A Few Details and Thoughts on the Aaron Rodgers Contract/Trade Discussions

After listening to some radio discussions this afternoon and seeing some things on Twitter I wanted to clear up a few things and offer a few opinions regarding Rodgers’ contract as the Jets and Packers haggle over compensation and what is fair value for acquiring Rodgers.

It is true that the Packers have time that they can wait on making a decision. There are no payments due besides a small workout bonus in the offseason which would only be earned if Rodgers shows up to a grand total of three workouts for the team. If he does not attend then there are no transactions for the year.

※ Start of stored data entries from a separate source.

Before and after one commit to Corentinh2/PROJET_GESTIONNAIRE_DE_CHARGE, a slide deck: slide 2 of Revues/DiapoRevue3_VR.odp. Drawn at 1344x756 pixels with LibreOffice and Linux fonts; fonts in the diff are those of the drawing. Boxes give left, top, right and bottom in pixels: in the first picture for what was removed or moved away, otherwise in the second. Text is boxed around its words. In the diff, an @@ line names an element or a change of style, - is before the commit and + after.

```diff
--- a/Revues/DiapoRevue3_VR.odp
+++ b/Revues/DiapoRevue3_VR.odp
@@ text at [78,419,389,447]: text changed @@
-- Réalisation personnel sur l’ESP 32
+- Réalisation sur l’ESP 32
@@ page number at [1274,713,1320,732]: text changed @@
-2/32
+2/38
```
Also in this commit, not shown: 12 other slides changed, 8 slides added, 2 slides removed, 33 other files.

There are some benefits to waiting if you are Green Bay and I’ve discussed those in the past. From a salary cap standpoint the Packers can split his dead money up as $15,833,770 this year and $24,480,000 in 2024. So rather than losing salary cap space in 2023 they would actually gain some room.

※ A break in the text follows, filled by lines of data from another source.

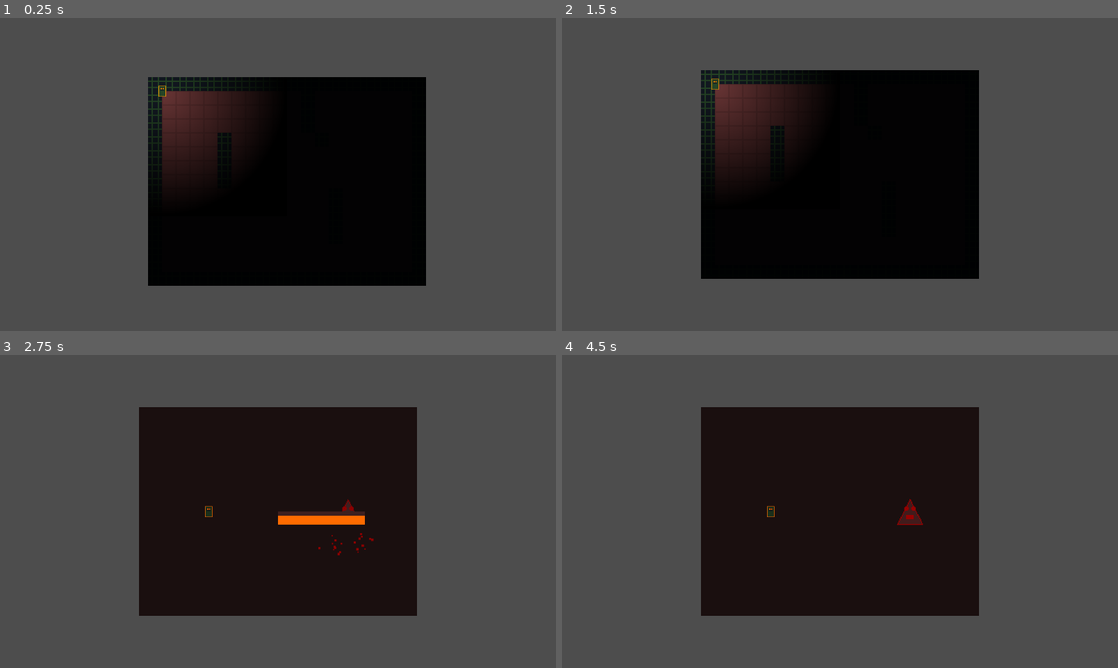
Above: before the commit, frames 1-4 (two rows, left to right).
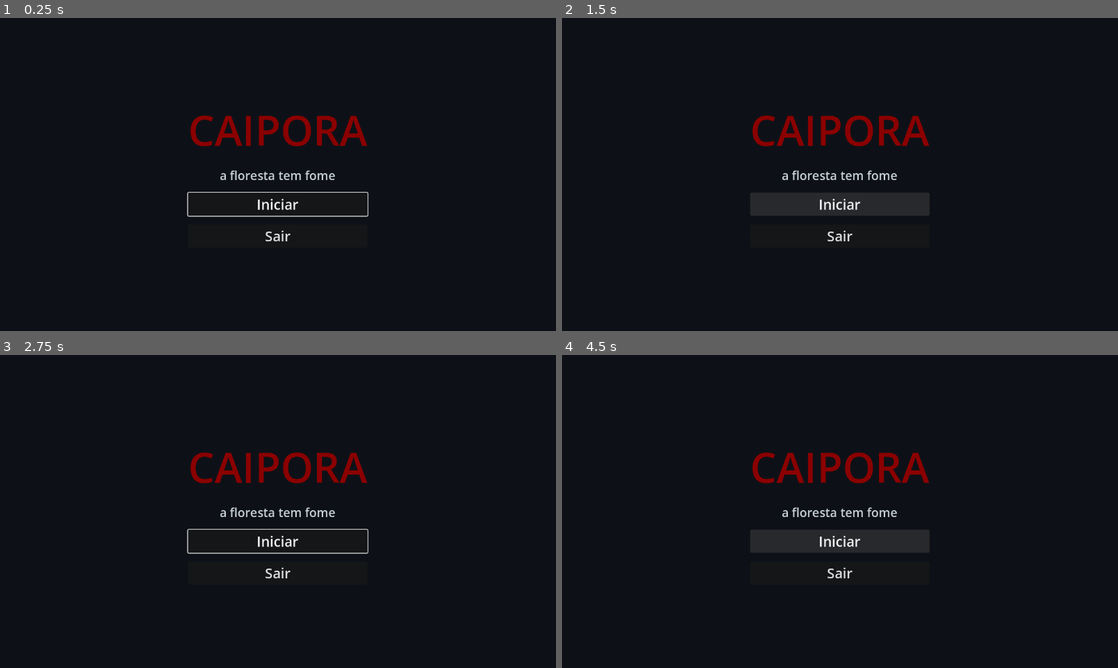
Above: after the commit, the same moments.

Repository: baltazarparra/darkgrid
Game: Godot game, scene res://scenes/ui/main_menu.tscn
The game is run twice, just before and just after one commit, with the same random seed, the same clock (stepped at 60 frames per second) and the same inputs. Before the commit the project starts from res://scenes/exploration/exploration.tscn.
Inputs (mouse positions are in pixels of both pictures, inside the frame that each line leads up to):
- Up to frame 1 (0.25 s): no input
- Up to frame 2 (1.5 s): click (840, 205) at 0.5 s, where only the run after the commit has a clickable "Iniciar"; click (840, 205) at 1.25 s, where only the run after the commit has a clickable "Iniciar"
- Up to frame 3 (2.75 s): tap Enter (ui_accept) at 2, 2.27 s; move the mouse to (400, 495) at 2.02 s; hold Right (ui_right) from 2.03 s (still down); hold Shift from 2.03 s (still down); click (400, 495) at 2.17 s
- Up to frame 4 (4.5 s): release Right (ui_right) at 2.75 s; release Shift at 2.75 s; tap Enter (ui_accept) at 2.75, 3.5, 4.25 s; drag from (728, 527) to (812, 574) at 2.77 s; move the mouse to (895, 442) at 3.52 s; hold Right (ui_right) 3.53-4.25 s; tap Ctrl at 3.6 s; drag from (812, 574) to (673, 464) at 4.27 s

The runs differ from the first frame. In frame 1, 72% of the frame differs, in the area x 0-100%, y 0-100%; in frame 2, 74%; in frame 3, 69%; in frame 4, 71%.

Commit message:
fase-4-wave-2: main menu + screen routing
- GameState roteia MAIN_MENU e HUB
- MainMenu (CanvasLayer): título, Iniciar→Hub, Sair, carrega save no boot
- project.godot: main_scene agora é o MainMenu

Co-Authored-By: Claude Opus 4.8 <noreply@anthropic.com>

Diff:
--- a/project.godot
+++ b/project.godot
@@ -14,7 +14,7 @@
 config/description="Roguelike brasileiro de horror folclórico"
 config/features=PackedStringArray("4.6", "GL Compatibility")
 config/icon="res://icon.svg"
-run/main_scene="res://scenes/exploration/exploration.tscn"
+run/main_scene="res://scenes/ui/main_menu.tscn"
 
 [autoload]
 
--- /dev/null
+++ b/scenes/ui/main_menu.tscn
@@ -0,0 +1,44 @@
+[gd_scene load_steps=2 format=3 uid="uid://main_menu"]
+
+[ext_resource type="Script" path="res://scripts/ui/main_menu.gd" id="1_menu"]
+
+[node name="MainMenu" type="CanvasLayer"]
+script = ExtResource("1_menu")
+
+[node name="Background" type="ColorRect" parent="."]
+anchor_right = 1.0
+anchor_bottom = 1.0
+color = Color(0.051, 0.067, 0.09, 1)
+
+[node name="Center" type="CenterContainer" parent="."]
+anchor_right = 1.0
+anchor_bottom = 1.0
+
+[node name="VBox" type="VBoxContainer" parent="Center"]
+layout_mode = 2
+theme_override_constants/separation = 20
+alignment = 1
+
+[node name="Title" type="Label" parent="Center/VBox"]
+layout_mode = 2
+theme_override_colors/font_color = Color(0.545, 0, 0, 1)
+theme_override_font_sizes/font_size = 96
+text = "CAIPORA"
+horizontal_alignment = 1
+
+[node name="Subtitle" type="Label" parent="Center/VBox"]
+layout_mode = 2
+theme_override_colors/font_color = Color(0.788, 0.82, 0.851, 1)
+theme_override_font_sizes/font_size = 28
+text = "a floresta tem fome"
+horizontal_alignment = 1
+
+[node name="StartButton" type="Button" parent="Center/VBox"]
+layout_mode = 2
+theme_override_font_sizes/font_size = 32
+text = "Iniciar"
+
+[node name="QuitButton" type="Button" parent="Center/VBox"]
+layout_mode = 2
+theme_override_font_sizes/font_size = 32
+text = "Sair"
--- a/scripts/core/game_state.gd
+++ b/scripts/core/game_state.gd
@@ -51,6 +51,10 @@
 # ─── Private ───────────────────────────────────────
 func _on_screen_changed(new_screen: SignalBus.Screen) -> void:
 	match new_screen:
+		SignalBus.Screen.MAIN_MENU:
+			get_tree().change_scene_to_file("res://scenes/ui/main_menu.tscn")
+		SignalBus.Screen.HUB:
+			get_tree().change_scene_to_file("res://scenes/ui/hub.tscn")
 		SignalBus.Screen.ARENA:
 			get_tree().change_scene_to_file("res://scenes/arena/arena.tscn")
 		SignalBus.Screen.EXPLORATION:
--- /dev/null
+++ b/scripts/ui/main_menu.gd
@@ -0,0 +1,18 @@
+class_name MainMenu
+extends CanvasLayer
+
+## Porta de entrada do jogo. Carrega o save no boot e roteia para o Hub.
+
+@onready var _start_button: Button = $Center/VBox/StartButton
+
+func _ready() -> void:
+	MetaProgression.load_progress()
+	$Center/VBox/StartButton.pressed.connect(_on_start_pressed)
+	$Center/VBox/QuitButton.pressed.connect(_on_quit_pressed)
+	_start_button.grab_focus()
+
+func _on_start_pressed() -> void:
+	GameState.change_screen(SignalBus.Screen.HUB)
+
+func _on_quit_pressed() -> void:
+	get_tree().quit()
Not shown, added: scripts/ui/main_menu.gd.uid

Delaying a trade would also give the Packers time to save face with their fanbase when it comes to draft compensation. While there are a number of reasons why Rodgers is not going to bring a Russell Wilson like haul, it would probably be a bad look for Green Bay to trade away their star player in March and receive nothing more than a 2nd or 3rd this season and maybe a conditional pick next year. They can completely avoid the discussion of a pick this year by waiting and then get the Jets to focus on next year, which may be the best for both sides as the Jets should feel that next years 1st round pick will be much less valuable then next year’s number 1 pick. Since Rodgers would probably not be much of an offseason attendee anyway it is not a big deal for the Jets to wait other than having the final clarity and ability to parade him around for a week before he heads back home until mandatory OTAs.

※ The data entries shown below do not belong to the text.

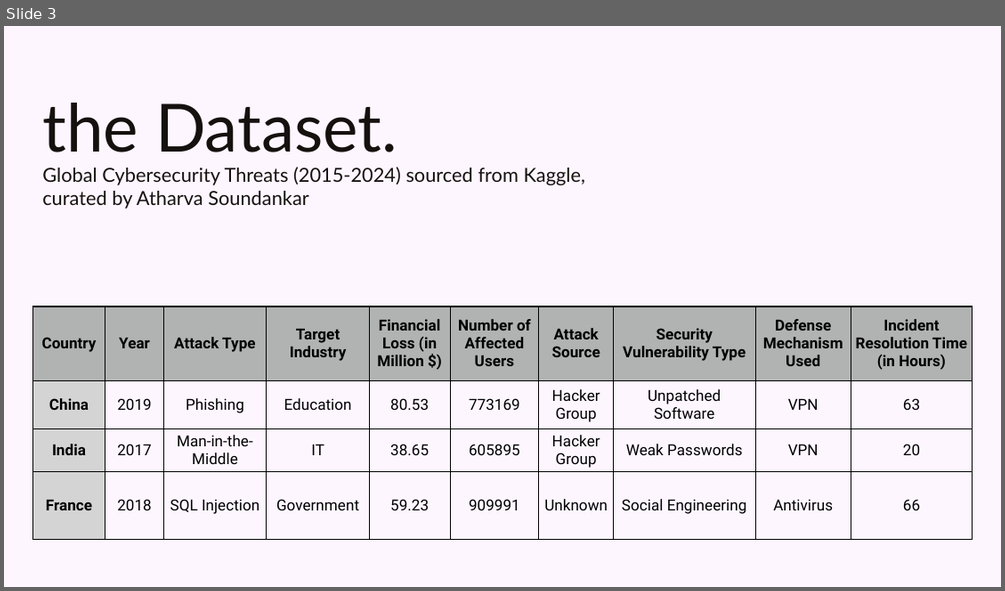
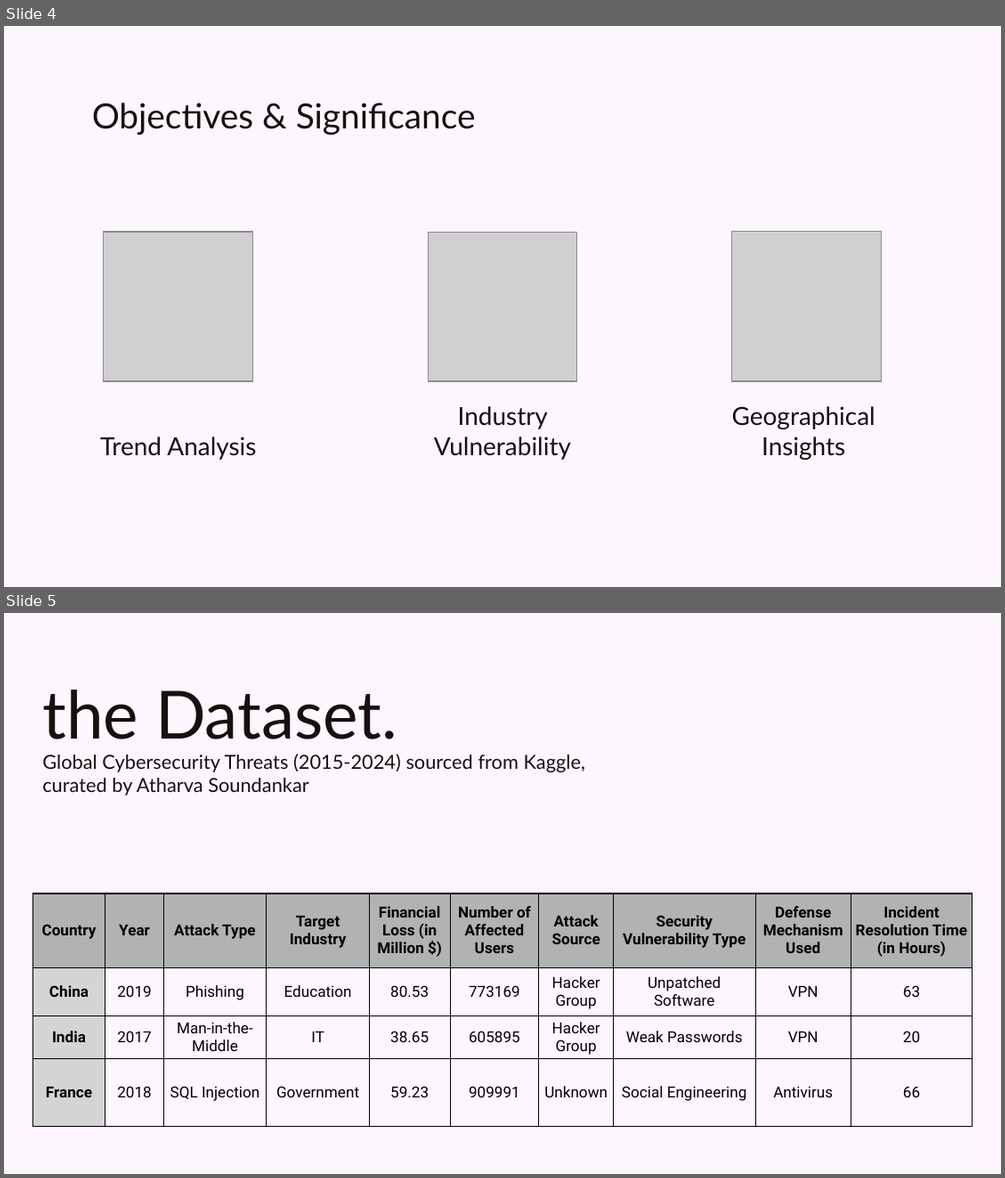
Before and after one commit to Vamin-co/CyberInsights, a slide deck: CyberInsightsPres.pptx. Shown one above the other, each under a label of ours: slide 3 before the commit, slides 4 and 5 after it. The pictures are 1005x591 and 1005x1178 pixels, drawn with LibreOffice and Linux fonts; fonts in the diff are those of the drawing; grey boxes stand for pictures; background and template pictures are left out. Boxes give left, top, right and bottom in pixels: in the first picture for what was removed or moved away, otherwise in the second. Text is boxed around its words. In the diff, an @@ line names an element or a change of style, - is before the commit and + after.

```diff
--- a/CyberInsightsPres.pptx
+++ b/CyberInsightsPres.pptx
@@ slide 4 added at [4, 26, 1001, 587], background picture (left out) @@
@@ title added at [92, 103, 476, 135], 25 pt, text #15110E @@
+Objectives & Significance
@@ picture added at [104, 232, 253, 381] @@
@@ picture added at [428, 232, 577, 381] @@
@@ picture added at [732, 232, 882, 381] @@
@@ subtitle added at [434, 406, 571, 459], 18 pt, text #15110E @@
+Industry Vulnerability
@@ subtitle added at [732, 406, 875, 459], 18 pt, text #15110E @@
+Geographical
+Insights
@@ subtitle added at [100, 436, 256, 459], 18 pt, text #15110E @@
+Trend Analysis
@@ what was slide 3 is now slide 5 @@
```
Also in this commit, not shown: 2 slides changed, 6 other slides added, 12 slides removed, 1 other file.

At some point the timing moves away from the Packers favor and into the Jets favor. While his bonus is called an option, there is nothing optional about the bonus. The salary is guaranteed whether or not the bonus is exercised. So if the Packers fail to exercise the option, Rodgers salary will spike through the roof and quite frankly the Packers would not have the cap room to handle that, so they would have no choice but to pick it up.

While in theory the Packers could hope to get another team involved during this waiting period this option bonus and contract structure is really prohibitive to a third team being involved. Rodgers contract has $108.8 million to be paid out in 2023 and 2024, with $59.515 million coming this year. That is an average salary of $54.4 million per year, about $5 million a year more than the next closest player. There is no long term commitment that comes with Rodgers and 1 year for nearly $60 million would be nearly double the largest one year player contract in NFL history.

The $58.3 million option bonus would rank 4th in NFL history when compared to signing bonuses for quarterbacks, behind only Dak Prescott ($66 million), Russell Wilson ($65 million from Seattle) and Matt Stafford ($60 million). Each of those came with four year commitments. Per a source with knowledge of the contract the payment of the bonus is also heavily in Rodgers favor with nearly half being actually paid within 10 days of the option being picked up and the balance paid by the end of September. While I dont know the other payment schedules often it paid partially as a lump sum and often the rest over the course of the season. So you are rapidly cutting a series of checks to bring Rodgers on board.

So most likely this will simply come down to a staring contest between the Packers and Jets with Rodgers potentially throwing more blame at the Packers front office every step of the way and putting pressure on them to make the deal. There are some creative things that could be done regarding future trade compensation tied to Rodgers status in 2024 and performance in 2023. In theory, the Jets could take on another contract from the Packers which they already restructured and maybe that would be enough to essentially buy the 13th pick this year and a pick that would land anywhere between the 2nd and 4th round next year. The Jets could look to trade down from 13 and get a late 1st that they would find more acceptable to trade this year.

But waiting just for the sake of waiting isn’t really going to help the Packers unless they feel the Jets ownership, who is probably the main driver of the trade, at some point will just step in and say to give them whatever they want.